Young quicks' injuries inevitable: Siddle

By Sam Lienert / Roar Guru

Australian Test workhorse Peter Siddle believes the injuries sidelining his young pace colleagues are unavoidable.

With James Pattinson, 23, Mitchell Starc, 23, Pat Cummins, 20, and 26-year-old Jackson Bird all out of action with back injuries as the Ashes series nears, theories abound about why the nation’s best young quicks are breaking down.

Fast bowling great Dennis Lillee has suggested the pacemen of today don’t spend enough time bowling in the nets.

But Siddle, 28, who himself dealt with early-career back problems, said such injuries were inevitable as young pacemen’s bodies become accustomed to the strain.

“We get a bit worked up about the issue,” Siddle told AAP on Tuesday.

“You look at blokes around that age in the world – in the history of cricket, that age has always been a prone age for injury.

“It’s just a matter of taking time.

“We’re probably just blessed in a way that we’ve got three young blokes at the same age that are going to be future superstars.

“They’re just playing at the same time and they’re getting the same injuries, which is no different to what James Anderson got or Brett Lee, when he was a youngster.”

Siddle said even at local level, young quicks were often injured, but the international cricket workload compounded the issue.

“It is unavoidable,” he said.

“Blokes want to bowl fast and your body’s just not made to do that action.”

Siddle said experience had taught him what his body could handle.

“Sometimes it might be for only three overs a session where you have a bit of a dash at them and then ease off and just get through your rhythm,” he said.

“But at a young age you don’t want to do that stuff.”

He believes Australia are still well stocked with quicks for the Ashes, nominating Mitchell Johnson as favourite to back himself and Ryan Harris, with Ben Hilfenhaus and Josh Hazlewood other options.

He said Ian Bell was the key England batsmen to counter, after his dominance at home earlier this year.

Siddle is confident bouncier Australian pitches will help.

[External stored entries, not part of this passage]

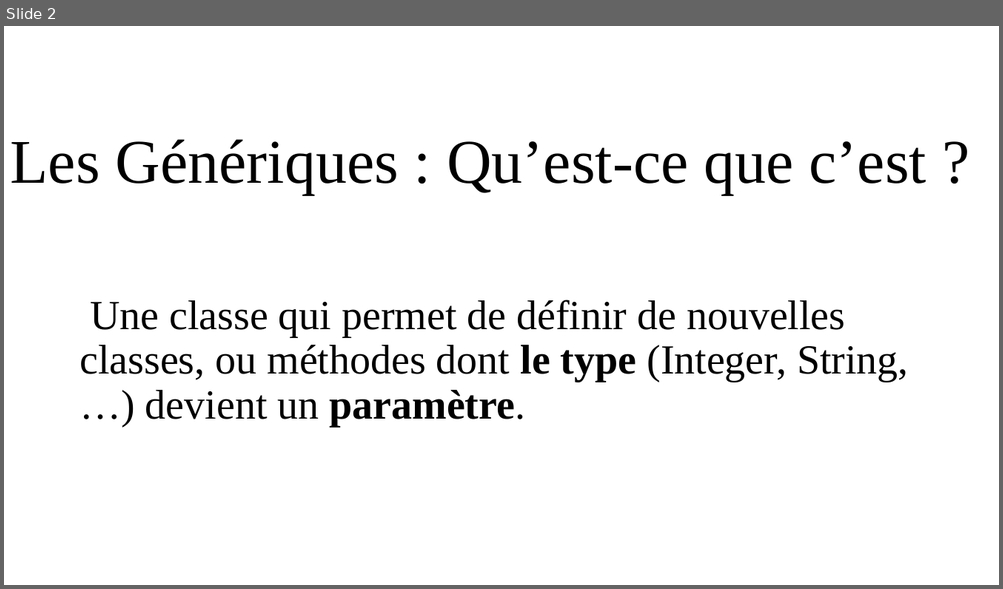
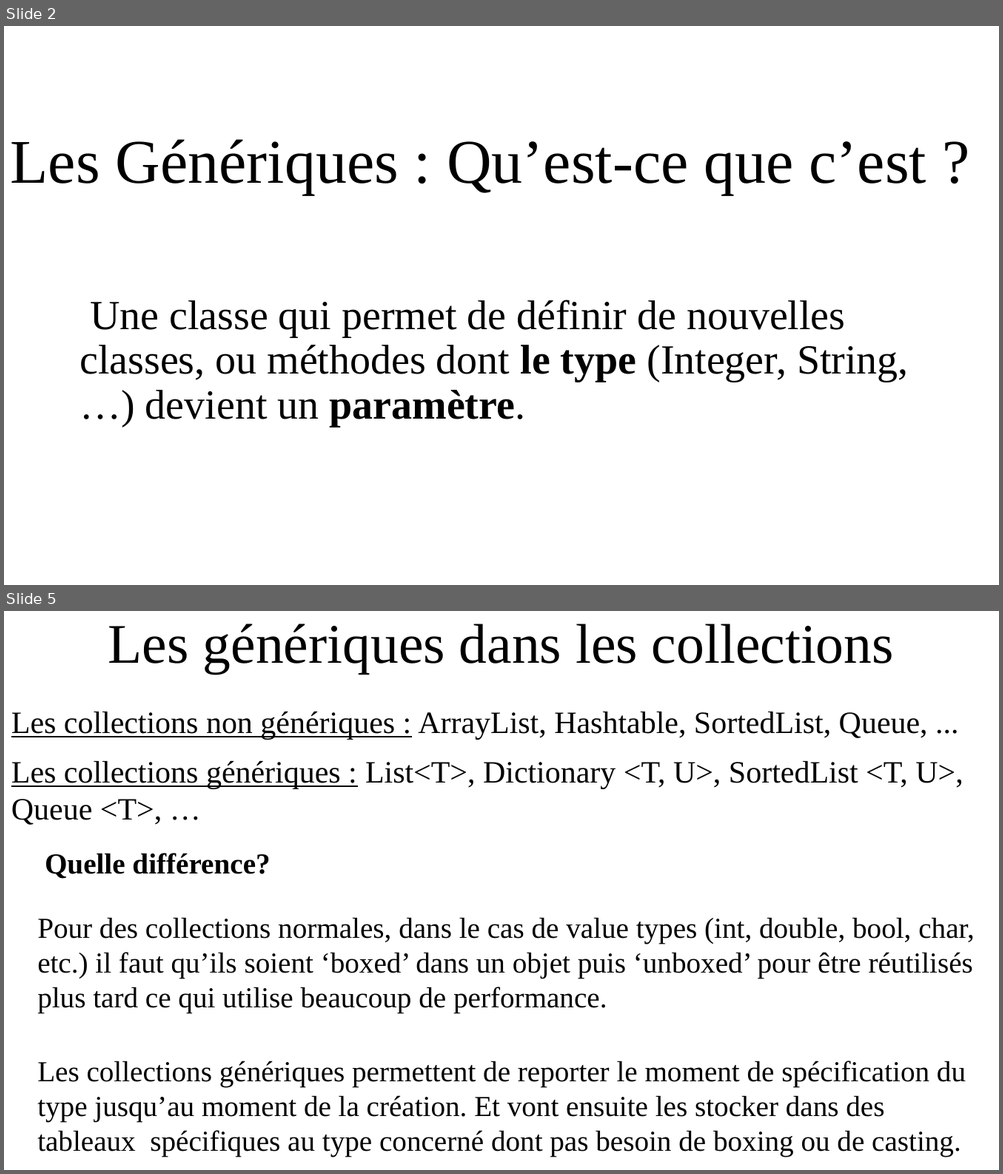
Before and after one commit to LucasDenele/CSharp2018-2019, a slide deck: ClasseC#.pptx. Shown one above the other, each under a label of ours: slide 2 before the commit, slides 2 and 5 after it; the slides between them are not shown. The pictures are 1003x589 and 1003x1174 pixels, drawn with LibreOffice and Linux fonts; fonts in the diff are those of the drawing. Boxes give left, top, right and bottom in pixels: in the first picture for what was removed or moved away, otherwise in the second. Text is boxed around its words. In the diff, an @@ line names an element or a change of style, - is before the commit and + after.

```diff
--- a/ClasseC#.pptx
+++ b/ClasseC#.pptx
@@ slide 5 added at [4,611,999,1170], background #FFFFFF @@
@@ text added at [108,624,893,674], 54 pt, text #000000 @@
+Les génériques dans les collections
@@ text added at [11,711,928,739], 30 pt, text #000000 @@
+Les collections non génériques : ArrayList, Hashtable, SortedList, Queue, ...
@@ text added at [11,760,962,825], 30 pt, text #000000 @@
+Les collections génériques : List<T>, Dictionary <T, U>, SortedList <T, U>, Queue <T>, …
@@ text added at [37,853,974,1014], 28 pt, text #000000 @@
+Quelle différence?
+Pour des collections normales, dans le cas de value types (int, double, bool, char, etc.) il faut qu’ils soient ‘boxed’ dans un objet puis ‘unboxed’ pour être réutilisés plus tard ce qui utilise beaucoup de performance.
@@ text added at [37,1061,965,1156], 28 pt, text #000000 @@
+Les collections génériques permettent de reporter le moment de spécification du type jusqu’au moment de la création. Et vont ensuite les stocker dans des tableaux spécifiques au type concerné dont pas besoin de boxing ou de casting.
```
Also in this commit, not shown: 2 slides changed, 4 other slides added.
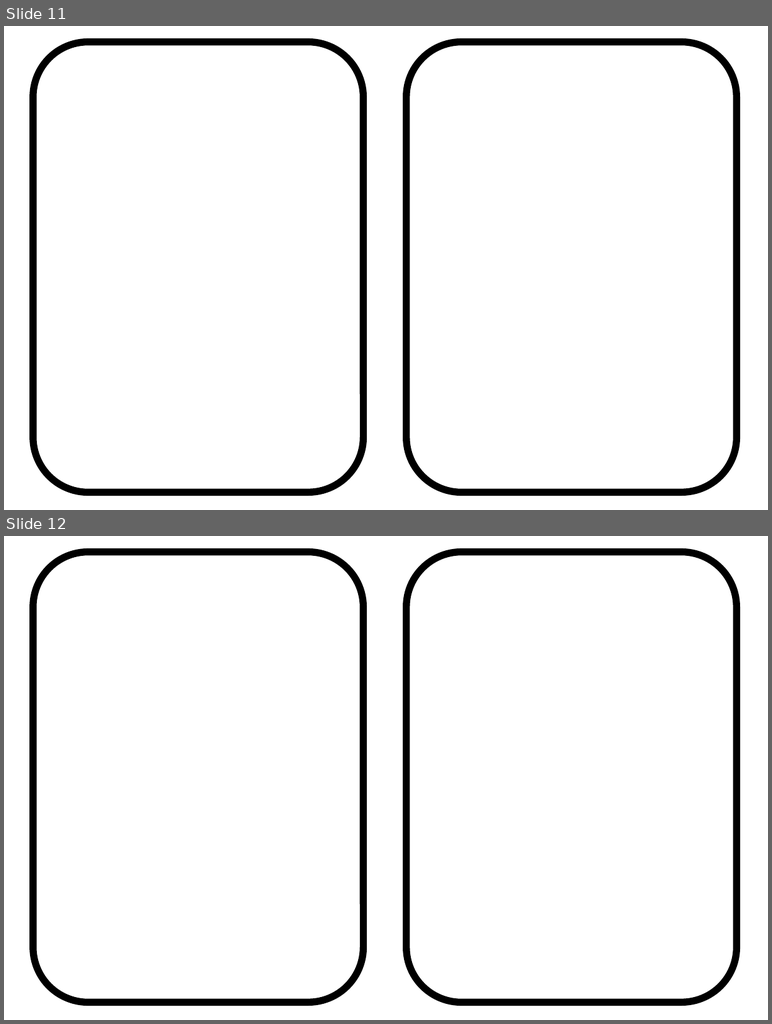
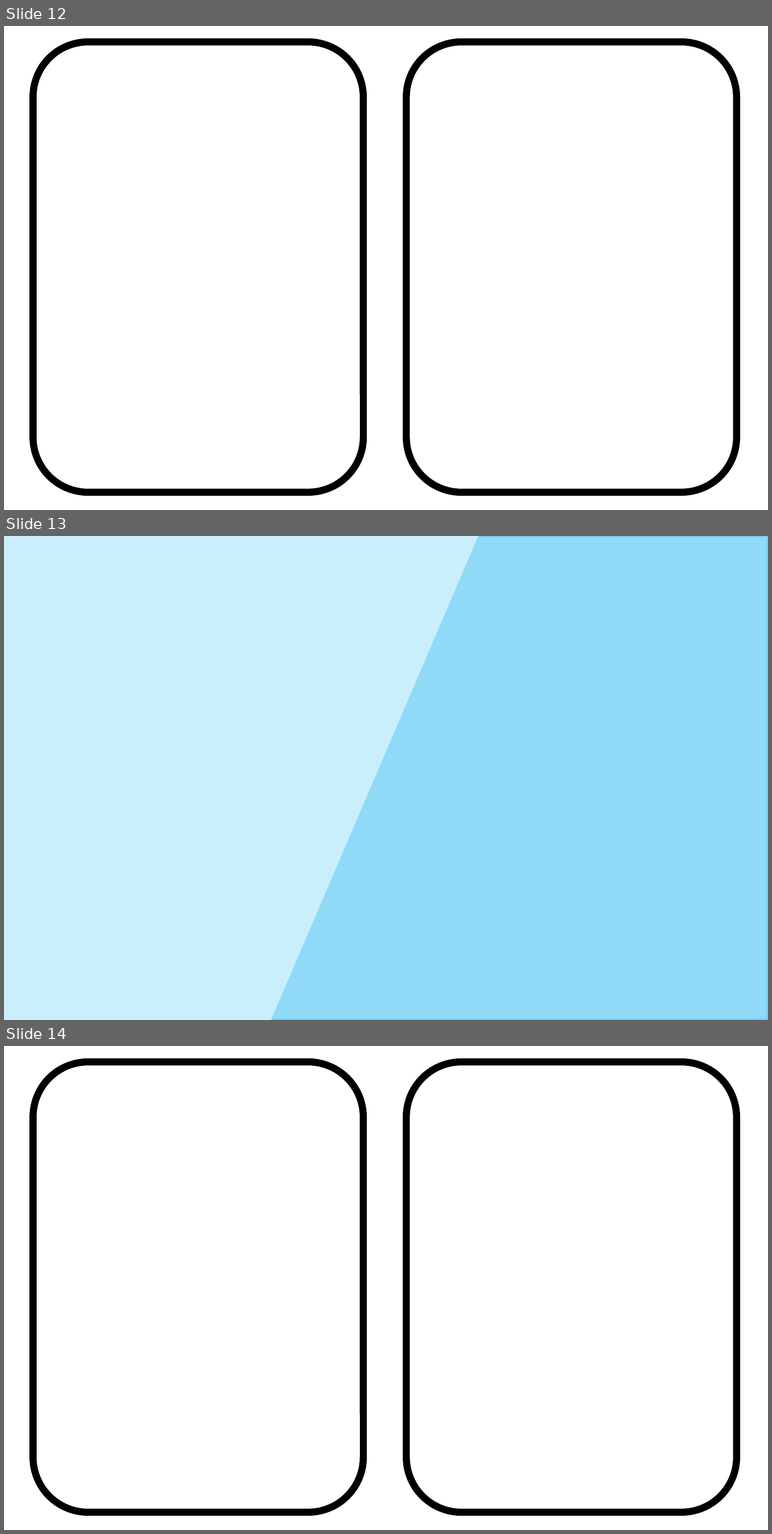
Before and after one commit to AAA-cleaning/AAA-cleaning.github.io, a slide deck: images/Presentation1.pptx. Shown one above the other, each under a label of ours: slides 11 and 12 before the commit, slides 12, 13 and 14 after it. The pictures are 772x1024 and 772x1534 pixels, drawn with LibreOffice and Linux fonts; fonts in the diff are those of the drawing. Boxes give left, top, right and bottom in pixels: in the first picture for what was removed or moved away, otherwise in the second. Text is boxed around its words. In the diff, an @@ line names an element or a change of style, - is before the commit and + after.

```diff
--- a/images/Presentation1.pptx
+++ b/images/Presentation1.pptx
@@ slide 13 added at (4,536,768,1020), background #FFFFFF @@
@@ rectangle added at (4,536,270,1020), fill #CAEEFB, outline #CAEEFB 1.5 pt @@
@@ rectangle added at (270,536,768,1020), fill #61CBF4 at 70% opacity, outline #61CBF4 1.5 pt @@
@@ right triangle added at (270,536,478,1020), fill #CAEEFB, outline #CAEEFB 1.5 pt @@
@@ what was slide 11 is now slide 12 @@
@@ what was slide 12 is now slide 14 @@
```
Also in this commit, not shown: 1 other slide added, 18 other files.

“With the faster wickets and the short balls, hopefully we can get on top of him.”

The Crowd Says:

2013-10-30T16:25:51+00:00

captainBokster!

Guest


I think australia need to learn a few things from dale steyn hi has been very lucky in his career but I think its more to do with his freakishniss his a awesome athlete and the only pacer I know off being consistently not injured and also his at his best bowling more which is a bit off a catch22 but hi doesn't play much ODI stuff,your player rotation is doing more bad than good learn from the saffas they seem to have found a formula for him in particular

2013-10-30T00:57:43+00:00

James

Guest


it doesnt seem as unavoidable and inevitable for other countries players. and even when they do get injured its not the never getting better stuff australian bowlers seem to have more of. either australia is just really unlucky atm with their bowlers or australia is doing something wrong with their young bowlers.

2013-10-30T00:29:32+00:00

A punter

Guest


Injuries to young quicks only seem to be inevitable in this country at present. It has never occurred to this extent in other country or our teams of the past. It seems to be a self-fulfilling prophecy. They look for any signs of stress and they always seem to find them for young bowlers. @Chris I agree that bowling is the best way to prepare for bowling.

2013-10-29T22:33:26+00:00

Chris Kettlewell

Roar Guru


Hazelwood isn't ready. He shouldn't be considered. He is one of those guys who showed promise then got injured, but since coming back from injury hasn't shown enough yet. There would be plenty ahead of him. I'm still firmly of the opinion that the only way to strengthen a body for fast bowling is by doing lots of bowling. I saw a press conference with Cummins after his latest injury and he went through a big list of things he'd been doing to try and prevent injury, and the list didn't include bowling. I'm sure he was doing some bowling, but just getting down to the nets every day and bowling a lot at around 90% pace most of the time with just a few overs worth ramping up to full pace I truly believe is the key to overcoming injuries. No other form of exercise truly replicates the action of fast bowling to strengthen the muscles in the right way. Cricket Australia's restrictions on the amount of bowling young fast bowlers can do just increases the risk of injury. Ask yourself, have injuries reduced since they brought those restrictions in? I really doubt it. If anything they'll have increased. It clearly doesn't work so it should be scrapped.